原版的被邪神之力腐蚀得不成样子了,这是严会长托人重新打的,今天早晨送到他手里。
“严会长说——徽章他帮你重新打好了。等你出来之后去公会总部报到——他说你的档案上又多了一条功绩:猎人小屋单人突入,救出一名平民。虽然被捕了,但救的人被带回来了。公会对这事的态度很明确——功绩是功绩。这枚徽章在军部禁闭室不能戴,但你可以放在枕头下面。严会长说——万一你在考核里顶不住,至少看看这枚徽章。证明你不只是个禁闭室里的囚犯。”
楚若曦接过徽章。
铜质表面锃亮,背面的字是莉兹用刻刀一笔一画刻上去的——她的字还是那样,歪歪扭扭,边角有刻歪的笔画。
她把徽章放在枕头下面。
然后她开口了。
她从昨天到现在一直想说这句话,但对着看守说出来只会变成笑柄,对着菲娜说出来会让那姑娘更难过,对着陆剑鸣——她觉得这个人能听懂。
“昨天看守进来搜查的时候,提到我的公会档案——档案上写了什么初次性交对象、G点反应、阴蒂敏感度。
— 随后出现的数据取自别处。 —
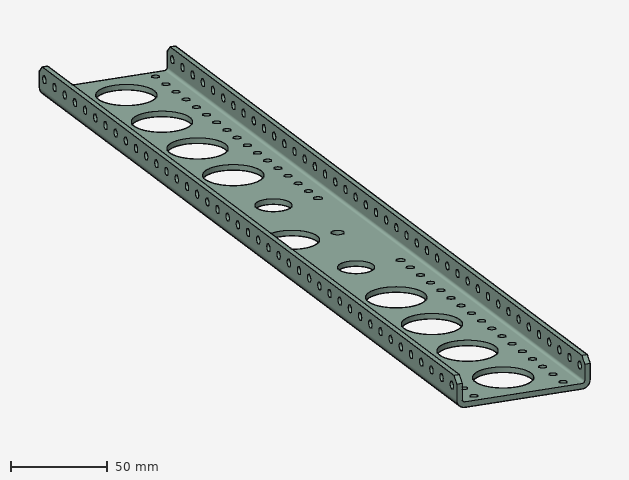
import cadquery as cq

length = 520.5
width = 76.0
height = 17.0
thickness = 3.0
bend_outer_radius = 4.5
bend_inner_radius = bend_outer_radius - thickness
flange_corner_chamfer = 3.5

flange_hole_count = 41
pitch = length / flange_hole_count
flange_hole_diameter = 4.0
flange_hole_height = 11.0

web_hole_diameter = 4.0
web_holes_per_end = 16
web_row_offset = 2 * pitch
first_web_hole_x = length / 2 - pitch / 2

lightening_diameter = 32.0
lightening_spacing = 3.5 * pitch
lightening_per_end = 4
first_lightening_x = length / 2 - 2 * pitch
middle_diameter = 19.5
middle_x = 51.5
middle_row_hole_diameter = 4.5

offset_hole_y = 13.0
large_offset_diameter = 28.5
small_offset_diameter = 7.0


def make_channel():
    """U-shaped sheet with its web on Z = 0 and both flanges pointing up."""
    outer = (
        cq.Workplane("XY")
        .box(length, width, height, centered=(True, True, False))
        .edges("|X and <Z")
        .fillet(bend_outer_radius)
    )
    inner = (
        cq.Workplane("XY")
        .workplane(offset=thickness)
        .box(length, width - 2 * thickness, height, centered=(True, True, False))
        .edges("|X and <Z")
        .fillet(bend_inner_radius)
    )
    return outer.cut(inner)


def chamfer_flange_corners(channel):
    """Break the top corners at the ends of both flanges."""
    end_faces = channel.faces("<X or >X")
    top_corners = end_faces.edges("|Y and >Z")
    return top_corners.chamfer(flange_corner_chamfer)


def web_cutters(points, diameter):
    """Vertical cylinders that pass through the web."""
    return cq.Workplane("XY").pushPoints(points).circle(diameter / 2).extrude(height)


def flange_cutters():
    """Crosswise cylinders that pass through both flanges."""
    return (
        cq.Workplane("XZ", origin=(0, 0, flange_hole_height))
        .rarray(pitch, 5, flange_hole_count, 1)
        .circle(flange_hole_diameter / 2)
        .extrude(width, both=True)
    )


web_hole_points = []
lightening_points = []
middle_points = []
middle_row_points = []
for end in (-1, 1):
    for i in range(web_holes_per_end):
        x = end * (first_web_hole_x - i * pitch)
        for side in (-1, 1):
            web_hole_points.append((x, side * web_row_offset))
    for i in range(lightening_per_end):
        lightening_points.append((end * (first_lightening_x - i * lightening_spacing), 0))
    middle_points.append((end * middle_x, 0))
    for side in (-1, 1):
        middle_row_points.append((end * middle_x, side * web_row_offset))

result = (
    chamfer_flange_corners(make_channel())
    .cut(flange_cutters())
    .cut(web_cutters(web_hole_points, web_hole_diameter))
    .cut(web_cutters(lightening_points, lightening_diameter))
    .cut(web_cutters(middle_points, middle_diameter))
    .cut(web_cutters(middle_row_points, middle_row_hole_diameter))
    .cut(web_cutters([(0, -offset_hole_y)], large_offset_diameter))
    .cut(web_cutters([(0, offset_hole_y)], small_offset_diameter))
)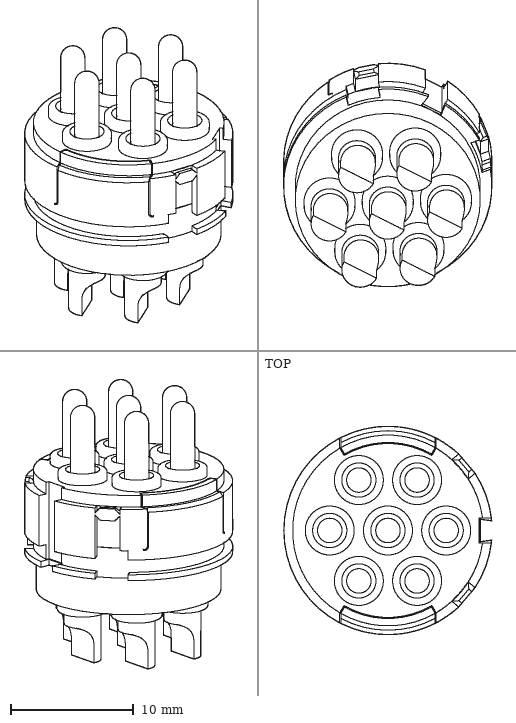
import cadquery as cq
import math

SCOOP_TOP_Z = 3.0
LOWER_COLLAR_Z = 4.1
BODY_BOTTOM_Z = 5.1
FLANGE_BOTTOM_Z = 8.25
FLANGE_TOP_Z = 8.75
RING_BOTTOM_Z = 10.0
RELIEF_Z = 10.8
RING_TOP_Z = 14.3
BODY_TOP_Z = 15.29
UPPER_COLLAR_Z = 16.1
TIP_Z = 21.5

RING_DIAMETER = 17.0
RING_R = RING_DIAMETER / 2
NECK_R = 7.78
LOWER_BODY_R = 7.55

CONTACT_CIRCLE_R = 4.75
CONTACT_COUNT = 6
PIN_DIAMETER = 2.0
PIN_R = PIN_DIAMETER / 2
TAIL_R = 1.5
UPPER_COLLAR_R = 2.0
LOWER_COLLAR_R = 2.09
COLLAR_FILLET = 0.2
COUNTERSINK_R = 1.4

LATCH_HALF_ANGLE = 30.0
LATCH_INNER_R = 7.14
SLIT = 0.09
SLIT_HOOK_R = 0.32
LATCH_CHAMFER_DEPTH = 0.37
LATCH_CHAMFER_HEIGHT = 0.28

SLOT_FLOOR_X = 7.42
SLOT_HALF_WIDTH = 1.03
FLANGE_SLOT_INNER_HALF = 0.9
FLANGE_SLOT_OUTER_HALF = 0.77

KEY_ANGLE = 40.3
KEY_HALF_WIDTH = 1.03
KEY_FLOOR = math.sqrt(NECK_R**2 - KEY_HALF_WIDTH**2)
KEY_MOUTH_EXTRA = 0.65
KEY_BLOCK_HEIGHT = 1.0
KEY_BLOCK_FACE = math.sqrt(RING_R**2 - KEY_HALF_WIDTH**2)
KEY_BLOCK_BEVEL_WIDTH = 0.4
KEY_BLOCK_BEVEL_HEIGHT = 0.4

OUTSIDE = RING_R + 1.08


def disc(radius, z_low, z_high):
    return cq.Workplane("XY").workplane(offset=z_low).circle(radius).extrude(z_high - z_low)


def box_between(x_low, x_high, y_low, y_high, z_low, z_high):
    size = (x_high - x_low, y_high - y_low, z_high - z_low)
    return cq.Workplane("XY").box(*size, centered=False).translate((x_low, y_low, z_low))


def turn(shape, angle):
    return shape.rotate((0, 0, 0), (0, 0, 1), angle)


def core():
    """Lower body, neck and top, without the parts that stand out from the neck."""
    lower = disc(LOWER_BODY_R, BODY_BOTTOM_Z, FLANGE_BOTTOM_Z)
    return lower.union(disc(NECK_R, FLANGE_BOTTOM_Z, BODY_TOP_Z))


def rims():
    """Flange and wide ring, as sleeves around the neck."""
    flange = disc(RING_R, FLANGE_BOTTOM_Z, FLANGE_TOP_Z)
    ring = disc(RING_R, RING_BOTTOM_Z, RING_TOP_Z)
    return flange.union(ring).cut(disc(NECK_R, FLANGE_BOTTOM_Z, RING_TOP_Z))


def main_slot():
    slot = box_between(
        SLOT_FLOOR_X, OUTSIDE, -SLOT_HALF_WIDTH, SLOT_HALF_WIDTH, FLANGE_TOP_Z, BODY_TOP_Z
    )
    notch = (
        cq.Workplane("XY")
        .workplane(offset=FLANGE_BOTTOM_Z)
        .polyline(
            [
                (LOWER_BODY_R, -FLANGE_SLOT_INNER_HALF),
                (RING_R, -FLANGE_SLOT_OUTER_HALF),
                (RING_R, FLANGE_SLOT_OUTER_HALF),
                (LOWER_BODY_R, FLANGE_SLOT_INNER_HALF),
            ]
        )
        .close()
        .extrude(FLANGE_TOP_Z - FLANGE_BOTTOM_Z)
    )
    return slot.union(notch)


def key_channel():
    """Channel along +X that breaks through the flange and the wide ring."""
    channel = box_between(
        0, OUTSIDE, -KEY_HALF_WIDTH, KEY_HALF_WIDTH, FLANGE_BOTTOM_Z, RING_TOP_Z
    )
    mouth = box_between(
        0, OUTSIDE, KEY_HALF_WIDTH, KEY_HALF_WIDTH + KEY_MOUTH_EXTRA, FLANGE_BOTTOM_Z, RELIEF_Z
    )
    return channel.union(mouth)


def key_floor_flat():
    """Sliver taken off the neck so that the channel along +X has a flat floor."""
    return box_between(
        KEY_FLOOR, OUTSIDE, -KEY_HALF_WIDTH, KEY_HALF_WIDTH, RELIEF_Z, RING_TOP_Z
    )


def key_block():
    """Bevelled block that closes the top of a key channel along +X."""
    z_low = RING_TOP_Z - KEY_BLOCK_HEIGHT
    root = KEY_FLOOR
    bevel_w = KEY_BLOCK_BEVEL_WIDTH
    bevel_h = KEY_BLOCK_BEVEL_HEIGHT
    half = KEY_HALF_WIDTH
    octagon = (
        cq.Workplane("YZ")
        .polyline(
            [
                (-half, z_low + bevel_h),
                (-half + bevel_w, z_low),
                (half - bevel_w, z_low),
                (half, z_low + bevel_h),
                (half, RING_TOP_Z - bevel_h),
                (half - bevel_w, RING_TOP_Z),
                (-half + bevel_w, RING_TOP_Z),
                (-half, RING_TOP_Z - bevel_h),
            ]
        )
        .close()
        .extrude(KEY_BLOCK_FACE)
    )
    bevelled_side = (
        cq.Workplane("XZ")
        .polyline(
            [
                (root, z_low + bevel_h),
                (root + bevel_w, z_low),
                (KEY_BLOCK_FACE, z_low),
                (KEY_BLOCK_FACE, RING_TOP_Z),
                (root + bevel_w, RING_TOP_Z),
                (root, RING_TOP_Z - bevel_h),
            ]
        )
        .close()
        .extrude(half, both=True)
    )
    return octagon.intersect(bevelled_side)


def latch_side_slit():
    """Slit along the +X edge of the +Y latch, with a hook at its foot that curves away."""
    edge_x = NECK_R * math.sin(math.radians(LATCH_HALF_ANGLE))
    edge_y = NECK_R * math.cos(math.radians(LATCH_HALF_ANGLE))
    inner_x = edge_x - SLIT / 2
    outer_x = edge_x + SLIT / 2
    hook_x = inner_x + SLIT_HOOK_R
    hook_z = RELIEF_Z + SLIT_HOOK_R
    diagonal = math.sqrt(0.5)
    hook_inside_r = SLIT_HOOK_R - SLIT
    straight = (
        cq.Workplane("XZ", origin=(0, edge_y, 0))
        .moveTo(inner_x, BODY_TOP_Z)
        .lineTo(inner_x, hook_z)
        .threePointArc(
            (hook_x - SLIT_HOOK_R * diagonal, hook_z - SLIT_HOOK_R * diagonal), (hook_x, RELIEF_Z)
        )
        .lineTo(hook_x, RELIEF_Z + SLIT)
        .threePointArc(
            (hook_x - hook_inside_r * diagonal, hook_z - hook_inside_r * diagonal),
            (outer_x, hook_z),
        )
        .lineTo(outer_x, BODY_TOP_Z)
        .close()
        .extrude(-(OUTSIDE - edge_y))
    )
    radial = box_between(-SLIT / 2, SLIT / 2, LATCH_INNER_R, NECK_R, RELIEF_Z, BODY_TOP_Z)
    return straight.union(turn(radial, -LATCH_HALF_ANGLE))


def latch_cut():
    """Slits that free the +Y latch, plus the bevel on its outer top edge."""
    edge_x = NECK_R * math.sin(math.radians(LATCH_HALF_ANGLE))
    inner_half = LATCH_INNER_R * math.sin(math.radians(LATCH_HALF_ANGLE))
    back = disc(LATCH_INNER_R + SLIT / 2, RELIEF_Z, BODY_TOP_Z)
    back = back.cut(disc(LATCH_INNER_R - SLIT / 2, RELIEF_Z, BODY_TOP_Z))
    back = back.intersect(
        box_between(-inner_half, inner_half, 0, OUTSIDE, RELIEF_Z, BODY_TOP_Z)
    )
    bevel = (
        cq.Workplane("XZ")
        .polyline(
            [
                (RING_R, RING_TOP_Z - LATCH_CHAMFER_HEIGHT),
                (RING_R, RING_TOP_Z),
                (RING_R - LATCH_CHAMFER_DEPTH, RING_TOP_Z),
            ]
        )
        .close()
        .revolve(360, (0, 0, 0), (0, 1, 0))
        .intersect(box_between(-edge_x, edge_x, 0, OUTSIDE, RELIEF_Z, BODY_TOP_Z))
    )
    side = latch_side_slit()
    return back.union(side).union(side.mirror("YZ")).union(bevel)


def contact():
    """Pin, two collars and a scooped solder tail, standing on the Z axis."""
    upper_collar = disc(UPPER_COLLAR_R, BODY_BOTTOM_Z, UPPER_COLLAR_Z)
    upper_collar = upper_collar.faces(">Z").edges().fillet(COLLAR_FILLET)
    countersink_depth = COUNTERSINK_R - PIN_R
    countersink_foot = cq.Vector(0, 0, UPPER_COLLAR_Z - countersink_depth)
    countersink = cq.Workplane(
        cq.Solid.makeCone(PIN_R, COUNTERSINK_R, countersink_depth, countersink_foot)
    )
    upper_collar = upper_collar.cut(countersink)

    lower_collar = disc(LOWER_COLLAR_R, LOWER_COLLAR_Z, FLANGE_BOTTOM_Z)
    lower_collar = lower_collar.faces("<Z").edges().fillet(COLLAR_FILLET)

    dome_z = TIP_Z - PIN_R
    pin = disc(PIN_R, BODY_TOP_Z, dome_z)
    pin = pin.union(cq.Workplane("XY").sphere(PIN_R).translate((0, 0, dome_z)))

    diagonal = TAIL_R * math.sqrt(0.5)
    arc_z = SCOOP_TOP_Z - TAIL_R
    scoop = (
        cq.Workplane("XZ")
        .lineTo(0, arc_z)
        .threePointArc((TAIL_R - diagonal, arc_z + diagonal), (TAIL_R, SCOOP_TOP_Z))
        .lineTo(TAIL_R, 0)
        .close()
        .extrude(TAIL_R, both=True)
    )
    tail = disc(TAIL_R, 0, FLANGE_BOTTOM_Z).cut(scoop)
    return upper_collar.union(lower_collar).union(pin).union(tail)


channel = turn(key_channel(), KEY_ANGLE)
block = turn(key_block(), KEY_ANGLE)
floor_flat = turn(key_floor_flat(), KEY_ANGLE)
body = core().union(rims().cut(channel).cut(channel.mirror("XZ")))
body = body.cut(floor_flat).cut(floor_flat.mirror("XZ"))
body = body.union(block).union(block.mirror("XZ"))
body = body.cut(main_slot())

latch = latch_cut()
body = body.cut(latch).cut(latch.mirror("XZ"))

one_contact = contact()
result = body.union(one_contact)
for index in range(CONTACT_COUNT):
    angle = math.radians(index * 360 / CONTACT_COUNT)
    place = (CONTACT_CIRCLE_R * math.cos(angle), CONTACT_CIRCLE_R * math.sin(angle), 0)
    result = result.union(one_contact.translate(place))

他知道得比我自己还清楚。档案本来是公会用来评估战斗能力的数据,在禁闭室里变成了看守在床上羞辱我的工具。他们用我自己身体的真实数据,来证明我天生就应该被人干。”
她的声音没有起伏,像是在陈述一个已经发生过的事实。
陆剑鸣没有回答。
他的手指在搪瓷杯边缘上停住了。
空气里只剩下火把燃烧的噼啪声。
过了很长一段时间,楚若曦才重新开口。
“我知道公会记录这些是为了帮我。孟萱给我检查的时候,我问她每一项数据有什么用——她说等你以后战斗经验多了,这些数据能帮你做针对性训练。她说这句话的时候正在记录我阴蒂敏感度的读数,语气和医生开药方一样平。我没有怪公会。我怪的是把档案数据当成菜单一样随便泄露给看守的人。”
陆剑鸣把搪瓷杯放在栅栏门旁边。
楚若曦没有站起来送他。
她把圣油的瓶盖拧紧,放在枕头旁边,然后重新盘腿坐下,闭上眼睛。
后腰的淫纹在圣油的润泽下不那么紧绷了——纹路边缘不再起皮,皮肤恢复了最基本的弹性。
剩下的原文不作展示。